各会場の観覧席規模や予選から決勝までの競技期間はそれぞれ異なりますが、いずれにしても観客の総人数は莫大となり、とても人流の抑制どころの騒ぎではなくなります。
政府は期間中、計1万5000人の選手に毎日検査を実施することを強調したので、当然それは鼻咽頭ぬぐい液によるPCR検査であると思われたのですが、実際には試料採取や分析の医療スタッフが揃えられないために、唾液で判定する抗原定量検査に変わったことが明らかになりました。
唾液の場合はうがい薬を使って入念にうがいをすれば検査を潜り抜けることが可能と言われています。スタッフが揃って初めて一応の体制が整えられるわけなのに、スタッフが揃わなかったから出来なかったなどというのでは話になりません。
また参加選手の保護は「バブル」システムで行うことを謳い文句にしてきました。しかし海外選手団受け入れ第2弾のウガンダ選手の受け入れで早速問題が起きました。

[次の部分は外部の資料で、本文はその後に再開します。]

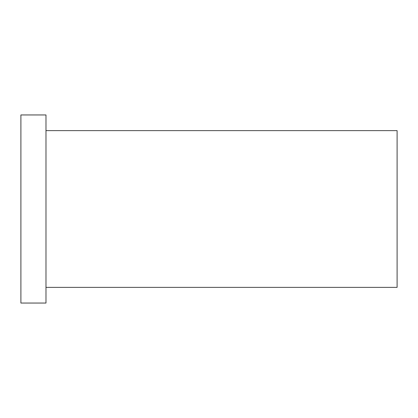 <?xml version="1.0" encoding="UTF-8"?>
<svg xmlns="http://www.w3.org/2000/svg" width="418" height="418" viewBox="0 0 418 418"><rect width="100%" height="100%" fill="white"/><g stroke="black" fill="none" stroke-linecap="round" stroke-linejoin="round"><path stroke-width="0.63" d="M45.98 130.625L397.1 130.625L397.1 287.375L45.98 287.375M20.9 209L20.9 303.05L45.98 303.05L45.98 114.95L20.9 114.95L20.9 209"/></g></svg>

一行9人はまず空港で全員が唾液による抗原定量検査を受け、1人だけ結果がはっきりしなかったため、PCR検査を受けたところ陽性であるとわかりました。ところが同じ飛行機に乗ってきた残りの8人は「濃厚接触に当たるか公表できない」として、PCR検査もしないままで合宿地の大阪府泉佐野市へ夜行の貸し切りバスで移動させました。いまのところ他の感染者が出たという情報はないので無事に収まったようですが、今後もこんな対応を繰り返すのであれば、いずれ選手団の中でクラスターが発生する可能性があります。
政府の対応はいわば「僥倖にすがる」博打の精神です。
もしも失敗し、海外からの批判に晒されたとき政府は一体どう答える積りなのでしょうか。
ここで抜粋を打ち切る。